## Aim of the task
Your answer should consist of the lines in the following data that contain "from".
(Data excerpts)
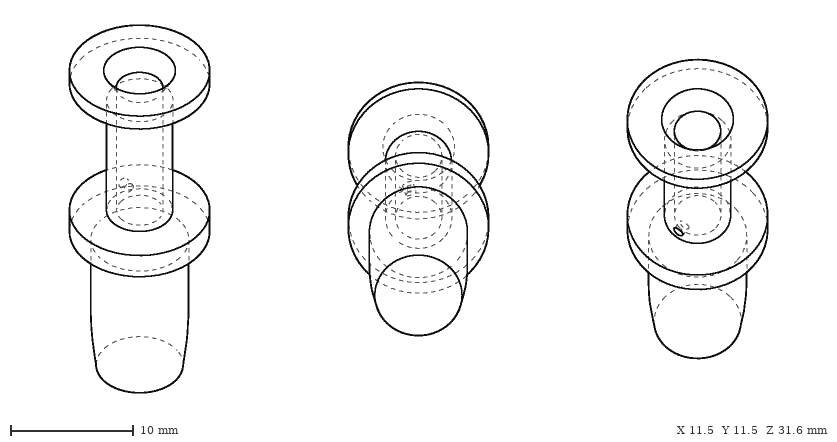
import cadquery as cq
import math

total_height = 31.6
flange_radius = 5.75

tip_height = 1.2
barrel_bottom = 5.85
collar_cone_bottom = 13.5
collar_bottom = 14.35
collar_top = 16.62
head_cone_bottom = 28.45
head_bottom = 30.2

stem_radius = 2.72
barrel_radius = 4.0
taper_end_radius = 3.7
tip_radius = 3.57

bore_radius = 1.9
mouth_radius = 2.95
entry_half_angle = 30.0
floor_half_angle = 59.0
bore_wall_bottom = collar_top

vent_radius = 0.45
vent_height = 17.6


def turned_body():
    """Revolve the outer profile: barrel with a bowed taper, collar, stem and head."""
    return (
        cq.Workplane("XZ")
        .moveTo(0, total_height)
        .lineTo(flange_radius, total_height)
        .lineTo(flange_radius, head_bottom)
        .lineTo(stem_radius, head_cone_bottom)
        .lineTo(stem_radius, collar_top)
        .lineTo(flange_radius, collar_top)
        .lineTo(flange_radius, collar_bottom)
        .lineTo(barrel_radius, collar_cone_bottom)
        .lineTo(barrel_radius, barrel_bottom)
        .tangentArcPoint((taper_end_radius, tip_height), relative=False)
        .lineTo(tip_radius, 0)
        .lineTo(0, 0)
        .close()
        .revolve(360, (0, 0, 0), (0, 1, 0))
    )


def bore():
    """Revolve the bore profile: conical entry, straight wall and pointed floor."""
    entry_depth = (mouth_radius - bore_radius) / math.tan(math.radians(entry_half_angle))
    floor_depth = bore_radius / math.tan(math.radians(floor_half_angle))
    return (
        cq.Workplane("XZ")
        .moveTo(0, total_height)
        .lineTo(mouth_radius, total_height)
        .lineTo(bore_radius, total_height - entry_depth)
        .lineTo(bore_radius, bore_wall_bottom)
        .lineTo(0, bore_wall_bottom - floor_depth)
        .close()
        .revolve(360, (0, 0, 0), (0, 1, 0))
    )


def vent():
    """Cross hole running from outside the stem on the -X side to the axis."""
    return (
        cq.Workplane("YZ", origin=(-flange_radius, 0, vent_height))
        .circle(vent_radius)
        .extrude(flange_radius)
    )


result = turned_body().cut(bore()).cut(vent())
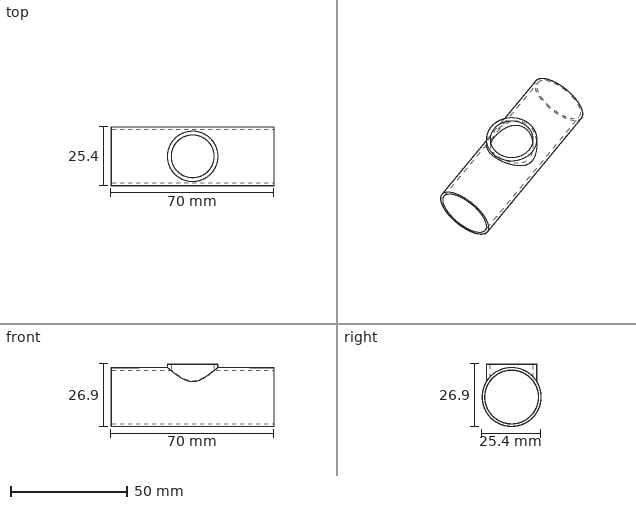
import cadquery as cq

pipe_length = 70.0
pipe_outer_diameter = 25.4
pipe_bore_diameter = 23.0

branch_outer_diameter = 21.7
branch_bore_diameter = 18.4
overall_height = 26.9
branch_top = overall_height - pipe_outer_diameter / 2


def pipe_cylinder(diameter):
    """Cylinder along X, centred on the origin."""
    return cq.Workplane("YZ").circle(diameter / 2).extrude(pipe_length / 2, both=True)


def branch_cylinder(diameter):
    """Cylinder along Z from the pipe axis to the top of the branch."""
    return cq.Workplane("XY").circle(diameter / 2).extrude(branch_top)


outer_body = pipe_cylinder(pipe_outer_diameter).union(branch_cylinder(branch_outer_diameter))

result = outer_body.cut(pipe_cylinder(pipe_bore_diameter)).cut(branch_cylinder(branch_bore_diameter))
(End Data excerpts)
## Final answer
    """Cross hole running from outside the stem on the -X side to the axis."""
    """Cylinder along Z from the pipe axis to the top of the branch."""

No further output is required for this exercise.